[Recorded data]
Segment Open
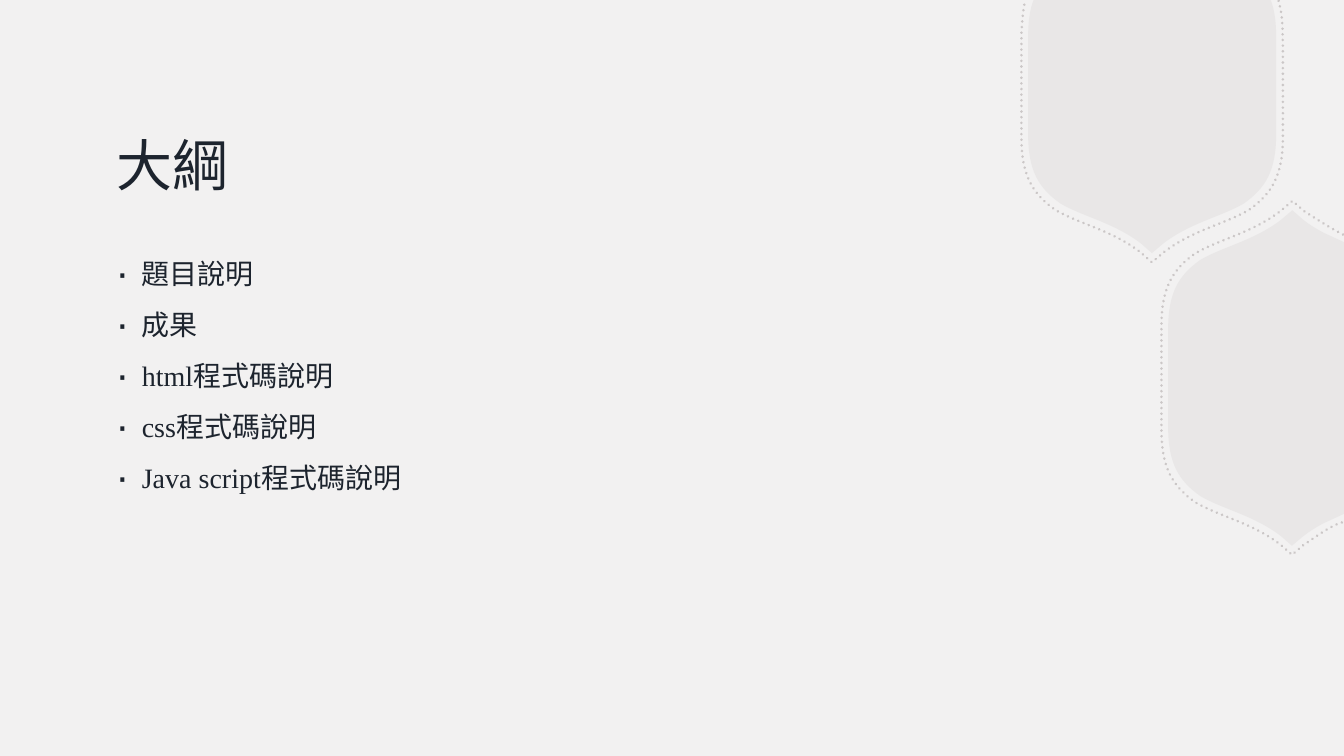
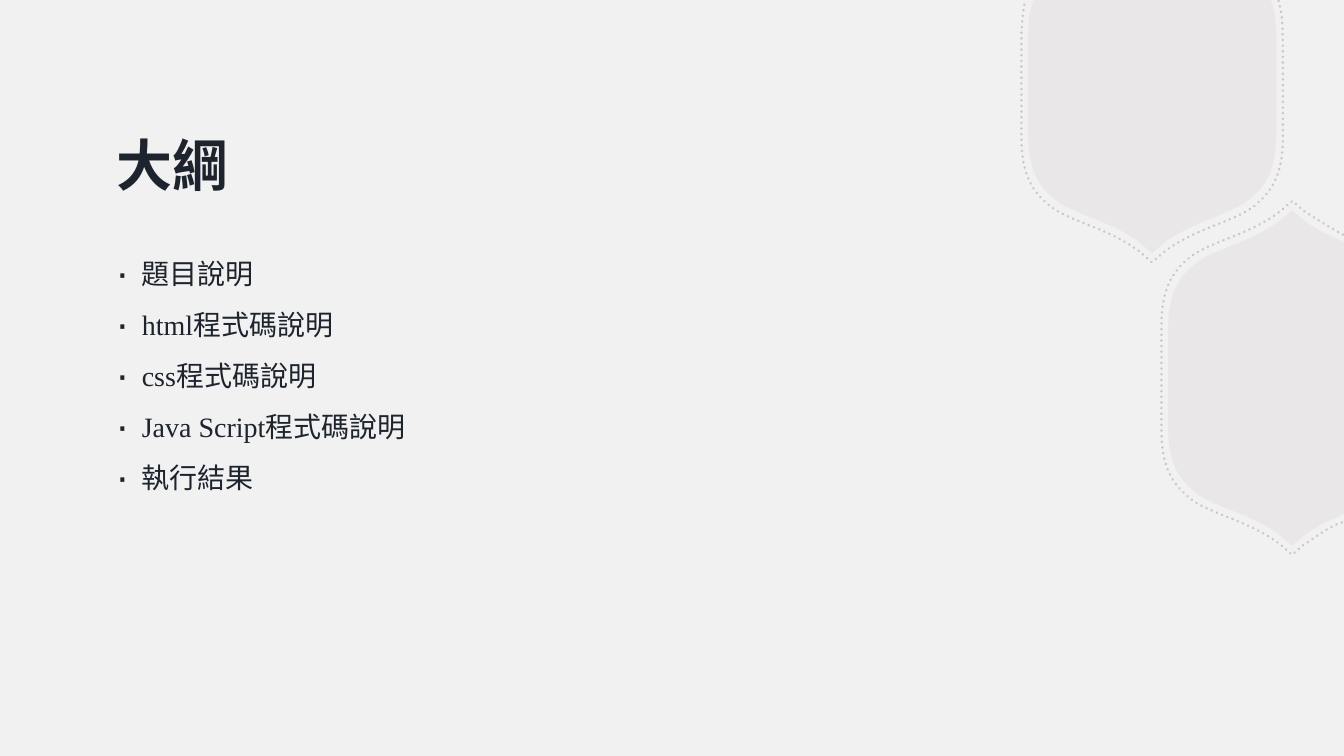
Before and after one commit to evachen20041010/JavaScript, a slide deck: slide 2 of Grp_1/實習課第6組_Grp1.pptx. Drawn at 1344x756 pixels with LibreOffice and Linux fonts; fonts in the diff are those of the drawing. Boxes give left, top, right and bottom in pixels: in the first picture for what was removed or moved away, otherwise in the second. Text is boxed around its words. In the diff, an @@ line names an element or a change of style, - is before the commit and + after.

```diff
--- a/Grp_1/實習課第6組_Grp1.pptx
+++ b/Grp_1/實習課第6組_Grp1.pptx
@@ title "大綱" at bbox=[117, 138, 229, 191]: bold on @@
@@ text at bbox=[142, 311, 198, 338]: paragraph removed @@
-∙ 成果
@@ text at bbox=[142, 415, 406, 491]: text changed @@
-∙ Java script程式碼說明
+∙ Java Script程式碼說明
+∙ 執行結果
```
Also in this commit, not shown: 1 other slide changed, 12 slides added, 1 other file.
Segment Closed
Segment Open
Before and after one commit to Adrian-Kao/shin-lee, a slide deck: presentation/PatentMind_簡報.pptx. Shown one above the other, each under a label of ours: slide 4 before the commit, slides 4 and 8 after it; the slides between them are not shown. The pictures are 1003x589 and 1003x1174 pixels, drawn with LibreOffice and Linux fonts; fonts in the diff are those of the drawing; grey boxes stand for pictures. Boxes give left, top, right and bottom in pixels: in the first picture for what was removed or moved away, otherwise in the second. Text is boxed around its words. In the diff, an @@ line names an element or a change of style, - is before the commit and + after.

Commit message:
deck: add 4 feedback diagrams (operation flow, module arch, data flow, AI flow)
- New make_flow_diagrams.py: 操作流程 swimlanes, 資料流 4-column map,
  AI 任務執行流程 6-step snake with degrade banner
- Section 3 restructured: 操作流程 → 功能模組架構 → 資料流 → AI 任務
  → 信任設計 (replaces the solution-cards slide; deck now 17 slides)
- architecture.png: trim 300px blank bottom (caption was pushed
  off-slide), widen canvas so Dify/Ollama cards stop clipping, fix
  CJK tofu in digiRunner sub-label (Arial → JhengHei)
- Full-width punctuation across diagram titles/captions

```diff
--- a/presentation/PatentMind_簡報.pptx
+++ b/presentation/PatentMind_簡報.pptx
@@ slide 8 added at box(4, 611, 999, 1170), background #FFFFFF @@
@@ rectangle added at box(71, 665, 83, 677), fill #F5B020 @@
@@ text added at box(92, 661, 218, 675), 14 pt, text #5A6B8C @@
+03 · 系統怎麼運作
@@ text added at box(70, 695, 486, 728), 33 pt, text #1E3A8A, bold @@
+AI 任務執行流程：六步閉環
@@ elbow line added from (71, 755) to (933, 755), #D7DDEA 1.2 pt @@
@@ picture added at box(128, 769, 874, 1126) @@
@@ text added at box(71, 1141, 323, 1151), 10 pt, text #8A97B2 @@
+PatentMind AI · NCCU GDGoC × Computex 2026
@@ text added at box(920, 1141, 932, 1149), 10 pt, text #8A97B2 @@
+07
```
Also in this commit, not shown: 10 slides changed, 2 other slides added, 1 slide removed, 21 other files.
Segment Closed
Output the lines above between the one holding "Before and after one commit to evachen20041010/JavaScript, a" and the one holding "Also in this commit, not shown: 1 other", inclusive, with nothing before or after them.

Before and after one commit to evachen20041010/JavaScript, a slide deck: slide 2 of Grp_1/實習課第6組_Grp1.pptx. Drawn at 1344x756 pixels with LibreOffice and Linux fonts; fonts in the diff are those of the drawing. Boxes give left, top, right and bottom in pixels: in the first picture for what was removed or moved away, otherwise in the second. Text is boxed around its words. In the diff, an @@ line names an element or a change of style, - is before the commit and + after.

```diff
--- a/Grp_1/實習課第6組_Grp1.pptx
+++ b/Grp_1/實習課第6組_Grp1.pptx
@@ title "大綱" at bbox=[117, 138, 229, 191]: bold on @@
@@ text at bbox=[142, 311, 198, 338]: paragraph removed @@
-∙ 成果
@@ text at bbox=[142, 415, 406, 491]: text changed @@
-∙ Java script程式碼說明
+∙ Java Script程式碼說明
+∙ 執行結果
```
Also in this commit, not shown: 1 other slide changed, 12 slides added, 1 other file.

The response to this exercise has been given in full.